Essa cláusula foi usada, por exemplo, pelo Twitter, quando o bilionário Elon Musk tentou fechar o controle da empresa. Para Cedraz, porém, esse mecanismo é "desproporcional" ao poder público, porque impediria o governo de retomar o controle da empresa.

"Entendi inicialmente que o uso de cláusulas de poison pills não seria compatível com a Constituição. Entretanto, após analisar contribuições oferecidas pelo eminente ministro Jorge Oliveira, reconsiderei minha posição, motivo pelo qual deixo de apresentar qualquer proposta de deliberação específica em relação a este ponto, acompanhando a posição externada pela unidade técnica", disse o ministro.

O relator também sugeriu alteração no preço mínimo das ações.
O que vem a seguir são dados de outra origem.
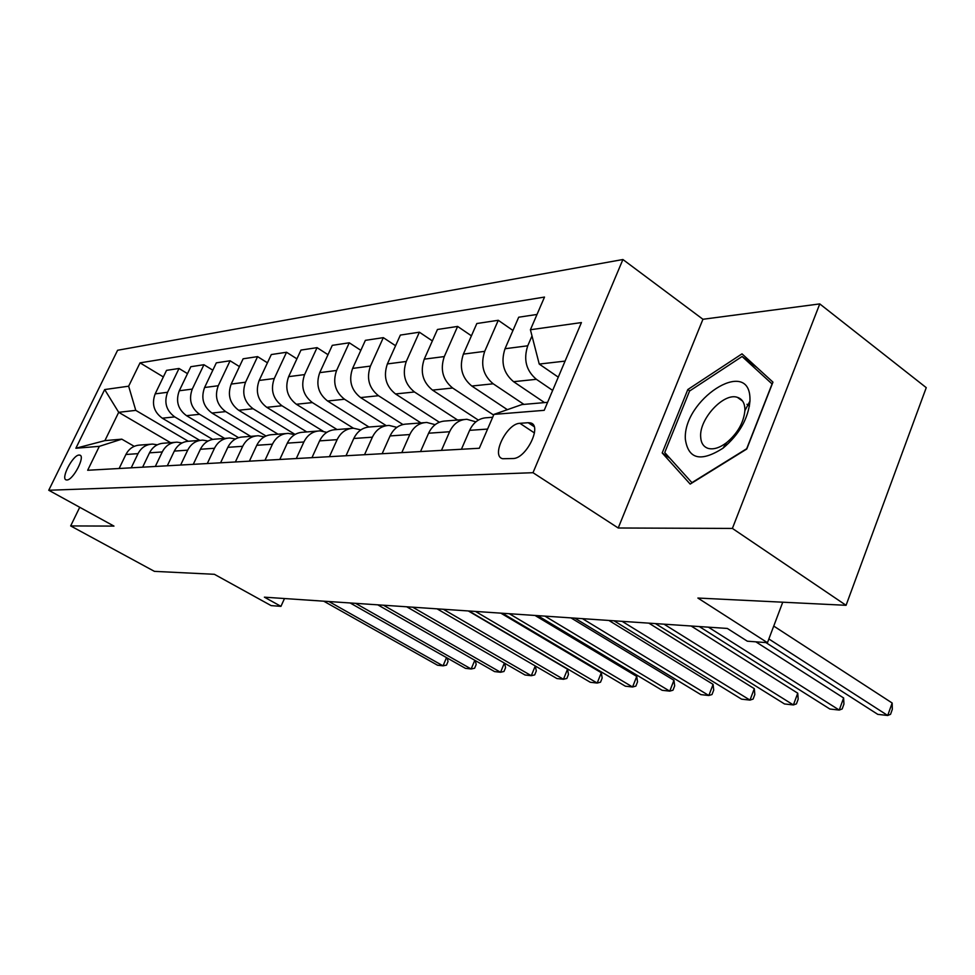 <?xml version="1.0" encoding="UTF-8"?>
<svg xmlns="http://www.w3.org/2000/svg" width="975" height="975" viewBox="0 0 975 975"><rect width="100%" height="100%" fill="white"/><g stroke="black" fill="none" stroke-linecap="round" stroke-linejoin="round"><path stroke-width="1.46" d="M66.873 479.98C73.113 480.334 85.715 455.983 79.779 455.118L79.085 455.057C72.808 454.911 60.377 478.944 66.251 479.919L66.873 479.98M622.915 259.521L117.597 350.269L48.75 490.254L532.996 472.704L622.915 259.521L702.938 319.276L618.223 527.999L732.396 528.426L819.768 303.908L702.938 319.276M819.768 303.908L926.25 387.648L846.068 605.304L697.881 598.041L767.459 642.696L782.754 602.197M79.731 507.28L70.663 525.927L154.416 571.362L214.39 574.299L271.123 605.609L280.958 606.352L284.481 598.54M732.396 528.426L846.068 605.304M767.459 642.696L747.325 641.197L727.338 628.448L264.396 597.175L280.958 606.352M528.194 422.711L519.894 423.308C506.744 423.406 490.681 456.398 502.734 458.725L512.947 458.53C526.232 458.859 542.722 425.051 530.4 422.894L528.194 422.711L534.142 426.66M565.086 361.103L539.236 364.065L530.412 329.745L544.513 297.07L140.034 362.858L163.361 376.947M530.412 329.745L581.417 322.579L544.208 410.329L493.911 414.399L521.918 404.564L547.597 402.334M170.552 442.674L118.694 412.315L104.898 440.627L121.814 439.164L99.328 446.343L87.665 470.267L479.31 448.256L493.911 414.399M99.328 446.343L75.867 448.244L104.678 389.561L128.651 386.197L140.034 362.858M618.223 527.999L532.996 472.704M70.663 525.927L113.965 526.098L48.75 490.254M121.814 439.164L134.221 446.343M558.273 377.154L539.236 364.065M552.654 390.414L536.384 379.312C526.159 370.658 523.283 359.495 527.743 345.796L532.009 335.912M544.538 402.602L513.581 381.688C503.453 373.181 500.602 362.2 505.026 348.733L518.7 317.216L537.018 314.45M523.904 404.381L493.204 383.797C483.149 375.436 480.322 364.626 484.709 351.353L498.274 320.288L512.947 330.464M507.366 409.671L471.803 386.027C461.833 377.8 459.03 367.161 463.381 354.108L476.824 323.529L498.274 320.288M493.63 415.058L452.644 388.013C442.76 379.921 439.981 369.44 444.295 356.57L457.628 326.43L471.425 335.827M478.347 420.103L432.51 390.11C422.723 382.151 419.957 371.828 424.247 359.153L437.458 329.477L457.628 326.43M457.628 420.03L414.485 391.987C404.759 384.138 402.029 373.973 406.27 361.481L419.384 332.195L432.364 340.909M439.335 422.224L395.509 393.949C385.881 386.234 383.175 376.228 387.38 363.919L400.372 335.071L419.384 332.195M420.932 422.918L378.507 395.716C368.952 388.111 366.259 378.239 370.439 366.1L383.321 337.643L395.57 345.735M402.907 424.515L360.592 397.581C351.134 390.097 348.465 380.372 352.609 368.404L365.381 340.348L383.321 337.643M386.258 425.648L344.528 399.25C335.144 391.865 332.499 382.273 336.594 370.463L349.269 342.786L360.835 350.33M368.903 426.977L327.6 401.005C318.289 393.742 315.681 384.284 319.739 372.645L332.292 345.345L349.269 342.786M353.425 428.232L312.39 402.59C303.164 395.423 300.568 386.088 304.602 374.595L317.058 347.648L328.002 354.693M337.058 429.536L296.363 404.259C287.223 397.191 284.639 387.989 288.637 376.655L300.983 350.074L317.058 347.648M323.103 431.182L281.958 405.758C272.89 398.775 270.331 389.695 274.292 378.507L286.54 352.255L296.912 358.849M306.784 431.925L266.76 407.331C257.766 400.457 255.231 391.499 259.167 380.457L271.306 354.547L286.54 352.255M295.084 434.423L253.086 408.757C244.164 401.968 241.654 393.12 245.554 382.212L257.595 356.618L267.43 362.81M278.021 434.192L238.656 410.256C229.808 403.565 227.321 394.838 231.185 384.077L243.116 358.8L257.595 356.618M265.992 436.008L225.664 411.608C216.889 405.003 214.415 396.374 218.254 385.747L230.088 360.774L239.448 366.588M250.673 436.349L211.928 413.034C203.239 406.514 200.789 398.007 204.592 387.502L216.328 362.846L230.088 360.774M238.534 437.665L199.57 414.314C190.942 407.879 188.516 399.47 192.282 389.086L203.933 364.723L212.83 370.195M224.628 438.409L186.505 415.667C177.95 409.317 175.549 401.018 179.278 390.768L190.832 366.697L203.933 364.723M212.635 439.396L174.732 416.898C166.25 410.621 163.861 402.419 167.566 392.279L179.022 368.477L187.505 373.644M199.79 440.359L162.277 418.19C153.867 411.998 151.503 403.894 155.171 393.876L166.53 370.366L179.022 368.477M188.212 441.236L135.769 410.365L118.694 412.315L104.678 389.561M461.419 449.256L469.621 430.341C473.484 422.224 479.31 418.007 487.073 417.702L492.68 417.263M441.468 450.377L449.609 431.742C453.436 423.747 459.201 419.603 466.915 419.299L475.873 421.846M420.53 451.559L428.598 433.217C432.388 425.356 438.104 421.273 445.746 420.968L464.21 419.506M401.81 452.607L409.805 434.545C413.558 426.794 419.226 422.76 426.806 422.455L435.143 424.661M382.139 453.716L390.061 435.935C393.79 428.305 399.397 424.332 406.904 424.028L424.149 422.663M364.528 454.703L372.377 437.178C376.07 429.646 381.639 425.734 389.086 425.429L396.862 427.342M346.015 455.752L353.791 438.482C357.447 431.072 362.968 427.221 370.342 426.916L386.478 425.636M329.416 456.678L337.131 439.652C340.763 432.339 346.235 428.537 353.535 428.232L360.811 429.902M311.963 457.665L319.593 440.883C323.188 433.68 328.612 429.938 335.863 429.634L350.976 428.439M296.29 458.543L303.871 441.992C307.442 434.887 312.817 431.182 319.995 430.877L326.808 432.339M279.801 459.469L287.308 443.15C290.842 436.154 296.168 432.498 303.286 432.205L317.472 431.084M264.993 460.298L272.439 444.198C275.937 437.288 281.227 433.68 288.283 433.388L294.669 434.667M249.393 461.175L256.766 445.295C260.24 438.482 265.468 434.923 272.464 434.631L285.809 433.582M235.377 461.967L242.69 446.294C246.127 439.567 251.318 436.044 258.253 435.752L264.262 436.885M220.582 462.796L227.833 447.33C231.246 440.7 236.389 437.227 243.262 436.934L255.816 435.947M207.297 463.539L214.476 448.268C217.864 441.712 222.958 438.287 229.783 437.994L235.426 439.006M193.269 464.332L200.387 449.268C203.738 442.796 208.784 439.408 215.548 439.116L227.394 438.189M180.643 465.038L187.7 450.158C191.027 443.759 196.036 440.42 202.739 440.127L208.065 441.029M167.31 465.794L174.306 451.096C177.608 444.783 182.569 441.492 189.211 441.2L200.399 440.31M155.317 466.464L162.252 451.949C165.518 445.709 170.442 442.443 177.036 442.163L182.057 442.955M142.63 467.183L149.504 452.839C152.746 446.684 157.633 443.454 164.166 443.174L174.732 442.345M131.211 467.817L138.036 453.643C141.241 447.562 146.092 444.368 152.575 444.088L157.304 444.807M128.651 386.197L135.769 410.365M119.133 468.5L125.897 454.496C129.078 448.488 133.88 445.343 140.303 445.051L150.296 444.271M75.867 448.244L104.898 440.627M741.999 353.852L687.814 389.537L662.196 452.948L690.178 484.087L746.753 449.036L772.956 382.139L741.999 353.852M669.91 458.25L662.196 452.948M689.739 390.914L687.814 389.537M768.861 638.978L887.713 715.479L877.793 714.37L765.899 642.586M773.736 626.072L892.162 703.012L887.713 715.479L890.553 714.297L892.32 709.337L892.162 703.012M708.386 627.169L839.231 710.068L829.859 709.02L699.307 626.559M755.844 641.83L843.631 697.966L839.231 710.068L842.181 708.947L843.936 704.121L843.631 697.966M664.012 624.171L793.394 704.949L784.522 703.962L655.444 623.598M691.104 625.999L797.745 693.188L793.394 704.949L796.429 703.877L798.172 699.185L797.745 693.188M622.111 621.343L749.982 700.099L741.573 699.16L614.006 620.795M648.85 623.147L754.297 688.655L749.982 700.099L753.102 699.075L754.821 694.517L754.297 688.655M582.477 618.662L708.825 695.504L700.842 694.614L574.811 618.15M608.875 620.453L713.091 684.365L708.825 695.504L712.006 694.529L713.712 690.081L713.091 684.365M685.364 439.347C688.362 459.286 700.903 462.247 722.987 448.207C739.148 434.582 748.142 418.884 749.97 401.091L749.958 398.08C748.751 356.631 682.598 400.286 685.364 439.347M700.659 436.727C700.952 442.942 703.45 446.83 708.142 448.39C713.468 449.78 719.599 447.878 726.546 442.699C737.527 433.448 743.632 422.772 744.888 410.658L744.888 408.598C744.461 402.565 741.975 398.824 737.405 397.349C723.84 392.34 699.294 418.823 700.659 436.727M742.097 356.497L772.066 383.955L746.704 448.707L691.921 482.649L664.743 452.522L689.557 391.036L742.097 356.497L757.124 367.673M544.94 616.127L669.74 691.141L662.147 690.3L537.664 615.639M570.984 617.894L673.957 680.294L669.74 691.141L672.982 690.203L674.663 685.876L673.957 680.294M509.316 613.726L632.568 686.997L625.353 686.193L502.418 613.251M535.019 615.457L636.748 676.418L632.568 686.997L635.871 686.095L637.528 681.878L636.748 676.418M475.483 611.435L597.188 683.048L590.314 682.281L468.926 610.996M500.845 613.153L601.319 672.726L597.188 683.048L600.527 682.183L602.172 678.064L601.319 672.726M443.308 609.265L563.465 679.283L556.92 678.551L437.068 608.839M468.329 610.959L567.548 669.216L563.465 679.283L566.841 678.454L568.462 674.432L567.548 669.216M412.669 607.193L531.29 675.699L525.038 674.993L406.709 606.791M535.36 666.01L536.299 670.958L534.69 674.895L531.29 675.699L535.275 665.974M383.455 605.219L500.565 672.263L494.581 671.592L377.776 604.841M504.672 663.256L505.562 667.656L503.977 671.483L500.565 672.263L504.367 663.085M355.57 603.342L471.169 668.984L465.441 668.35L350.147 602.977M475.325 660.599L476.178 664.487L474.606 668.228L471.169 668.984L474.813 660.294M328.928 601.538L443.04 665.84L437.556 665.23L323.737 601.185M447.245 658.027L448.037 661.452L446.489 665.121L443.04 665.84L446.526 657.613M513.581 381.688L536.384 379.312M471.803 386.027L493.204 383.797M432.51 390.11L452.644 388.013M395.509 393.949L414.485 391.987M360.592 397.581L378.507 395.716M327.6 401.005L344.528 399.25M296.363 404.259L312.39 402.59M266.76 407.331L281.958 405.758M238.656 410.256L253.086 408.757M211.928 413.034L225.664 411.608M186.505 415.667L199.57 414.314M162.277 418.19L174.732 416.898M505.026 348.733L527.743 345.796M469.621 430.341L487.585 429.073M428.598 433.217L449.609 431.742M463.381 354.108L484.709 351.353M390.061 435.935L409.805 434.545M424.247 359.153L444.295 356.57M353.791 438.482L372.377 437.178M387.38 363.919L406.27 361.481M319.593 440.883L337.131 439.652M352.609 368.404L370.439 366.1M287.308 443.15L303.871 441.992M319.739 372.645L336.594 370.463M256.766 445.295L272.439 444.198M288.637 376.655L304.602 374.595M227.833 447.33L242.69 446.294M259.167 380.457L274.292 378.507M200.387 449.268L214.476 448.268M231.185 384.077L245.554 382.212M174.306 451.096L187.7 450.158M204.592 387.502L218.254 385.747M149.504 452.839L162.252 451.949M179.278 390.768L192.282 389.086M125.897 454.496L138.036 453.643M155.171 393.876L167.566 392.279M534.458 432.961L519.894 423.308M80.438 455.483L79.779 455.118M533.118 424.698L530.4 422.894M744.888 410.658L749.97 401.091M726.546 442.699L722.987 448.207M749.446 406.1L746.96 404.296M742.645 401.152L737.405 397.349"/></g></svg>

Esse ponto não gerou preocupações no governo, que acredita que isso acabará sendo decidido pelo mercado.

Cedraz também insistiu na precificação da capacidade completa das usinas da Eletrobras, assunto que já fora discutido pelo TCU. Além disso, o ministro propôs que seja determinado ao BNDES, como agente responsável pela modelagem do processo de capitalização, que utilize parâmetros “mais adequados” para estimativa de receitas, argumentando que esse insumo é essencial para o estabelecimento de valor justo para oferta das ações da Eletrobras ao mercado.

Corrida contra o tempo

O prazo da análise da privatização preocupava mais o governo do que a decisão em si. Técnicos do Ministério da Economia e do BNDES afirmam que o TCU precisa dar o aval à operação até o dia 27 deste mês para que a privatização ocorra em maio, sob pena da desestatização sequer ocorrer neste ano.

Com o aval do TCU até o dia 27, seria o tempo necessário para que o BNDES faça todo o trâmite e consiga realizar a capitalização na B3 e na Bolsa de Nova York até o dia 13 de maio.

Caso passe do dia 13 de maio, uma sexta-feira, não será mais possível, pelas regras da Securities Exchange Comission, órgão que regula o mercado de capitais dos EUA, usar como referência na operação o balanço financeiro da Eletrobras do último trimestre de 2021.

Seria assim, uma data muito próxima das eleições e com menos apetite no mercado de ações. As eleições presidenciais costumam ser marcadas por forte oscilação no mercado de capitais.

A visão de que o prazo limite para a privatização é 13 de maio não é compartilhada por ministros do TCU, que afirmam ser possível privatizar a empresa em julho ou agosto. Por isso, esses ministros decidiram dar mais tempo para analisar o caso.

Para integrantes da Corte, investidores interessados no processo colocariam dinheiro na capitalização a cinco meses ou a três meses das eleições.

Ministros do TCU dizem também que usar o balanço do primeiro trimestre de 2022 seria mais vantajoso porque o balanço de 2021 estaria impactado pela pandemia de Covid-19, baixando os valores dos ativos.

A privatização da empresa gerou uma série de divergências entre o TCU e o governo e entre os próprios ministros.

O ministro da Economia, Paulo Guedes, se queixou publicamente de uma suposta interferência política no tribunal e insinuou pressão do PT junto ao TCU contra a privatização.

Membros do TCU rechaçam essa versão e dizem que um eventual atraso na privatização não seria culpa do tribunal.

O modelo da privatização prevê transformar a companhia em uma corporação, sem controlador definido, após uma oferta de ações que não será acompanhada pela União. Sem acompanhar a capitalização, o governo tem sua participação diluída para menos de 50% e perde o controle das empresas. No total, o governo calculou em R$ 67 bilhões os valores relacionados à privatização.